# Spank Spike EVO - tubeless?



## dbabuser (Jan 5, 2004)

I did some searching, but didn't see anything. Anyone set spike evo's up tubeless yet? I just built up one with a minion dhf Friday. Super tight fit with the 20" split tube, and it worked but doesn't hold air over a couple nights. Was wondering if I could get by without the split tube, or if maybe I'd better off with a stan's rimstrip. Maybe I should've just stuck with a combo I know works - sun, Alex (azonic), and wtb have all been flawless with ghetto tubeless minions...


----------



## wheel-addict (Aug 10, 2008)

I've been wondering the same thing. I have a pair of Spank Spike EVO wheels that I'd like to try out as tubeless, but am not sure the best way to go. Anyone have any suggestions?


----------



## SHIVER ME TIMBERS (Jan 12, 2004)

*1st question:*
did you guys use stans to seal little holes???

*FYI*

I have found with Maxxis that tires take up to a month for a full seal...this is where the stans starts sticking to all edges.....sidenote...first time you put in stans make sure you shake bottle up like crazy before putting liquid in....and then spin tires after inflating


----------



## DucJ (Aug 14, 2009)

I am currently running a set of Subrosas tubeless.
Had minion EXO's on them until Sunday.. Switched to Butchers..
Using Stans yellow tape and sealant...No strips.
So far no problems but its not really rocky where I ride.....


----------



## wheel-addict (Aug 10, 2008)

Thanks for the responses guys. dbabuster just responded to my post in an email with the following


> My Spank Spike set up tubeless with a DHF Minion 2.5 has been flawless. I initially installed a ghetto 20" tube (split at the seam) but punctured it while putting the tire on, so after a week of it not keeping pressure, I pulled it all apart and covered the spoke holes with a couple layers of electrical tape, and threw in a Mavic tubeless presta valve I had laying around, and the required amount of Stan's. I rode a handful of regular dh days on it, and then raced the Wintpark All Mountain Enduro (5 mostly dh stages over 2 days) - all without a burp or adding any more air. I didn't get out on it much after that, but it's still holding air just fine. So far I am impressed with the rim and how it works tubeless.
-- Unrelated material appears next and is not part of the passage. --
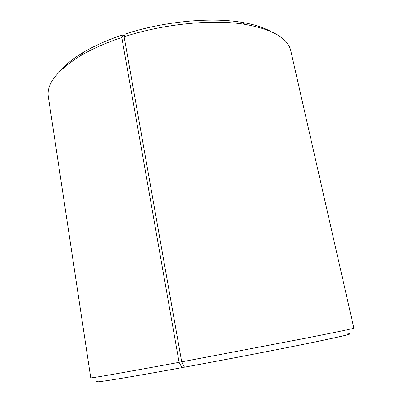 <?xml version="1.0" encoding="UTF-8"?>
<svg xmlns="http://www.w3.org/2000/svg" width="402" height="402" viewBox="0 0 402 402"><rect width="100%" height="100%" fill="white"/><g stroke="black" fill="none" stroke-linecap="round" stroke-linejoin="round"><path stroke-width="0.6" d="M184.402 367.046L181.975 367.644C117.228 379.513 86.345 384.166 98.797 380.93M347.524 333.936C355.86 333.047 344.393 335.856 313.113 342.363C281.415 348.891 229.341 358.956 184.478 367.187L181.704 361.85L124.133 36.768L125.298 33.999C163.549 21.482 210.286 17.035 241.391 22.276L245.431 24.437C213.1 19.03 164.127 23.718 124.133 36.768M181.975 367.644L179.096 362.333C122.957 372.754 89.691 378.503 90.757 377.835L48.335 96.781C46.275 84.038 57.134 70.285 80.923 55.521C92.359 48.808 105.992 42.808 121.816 37.527L123.082 34.723C107.947 39.793 94.882 45.562 83.892 52.034C73.511 58.21 65.642 64.476 60.29 70.822M245.431 24.437C272.963 29.507 288.093 38.346 290.827 50.964L353.876 328.117C353.921 328.489 337.343 331.951 304.148 338.504L181.704 361.85M179.096 362.333L121.816 37.527M270.219 31.155C262.923 27.195 253.31 24.236 241.391 22.276M123.082 34.723L124.459 35.994M83.892 52.034L80.923 55.521"/></g></svg>

 Sounds like this rim works great with just sealing the spoke holes well and some Stan's.


----------



## bigb73 (Oct 11, 2007)

I've had the Spike rims on my Nomad for close to 2 yrs and have had no problems running tubeless. I do have the Stans dh kit and I run Bontrager Super Juice. The only problem I've had with the rim are a couple of dents. Also, I noticed the other day there are small cracks around the spoke holes in the rear rim. All in all, awesome rims.


----------



## Lelandjt (Feb 22, 2008)

I run Subrosas with Minion 2.7s tubeless. I just taped the spoke holes with 2 layers of duct tape. The bike hasn't been touched in 2 months and they're still at about 20psi.


----------



## Mike-Spank Ind (Sep 13, 2010)

Hi guys...Mike from Spank here. I've run Spike 35AL EVO and Spike Race28 rims with the super thin "Fratelli Tape" conversion tape we offer and no sealant successfully. American Classic also has a thin, pliable tubeless tape that works well.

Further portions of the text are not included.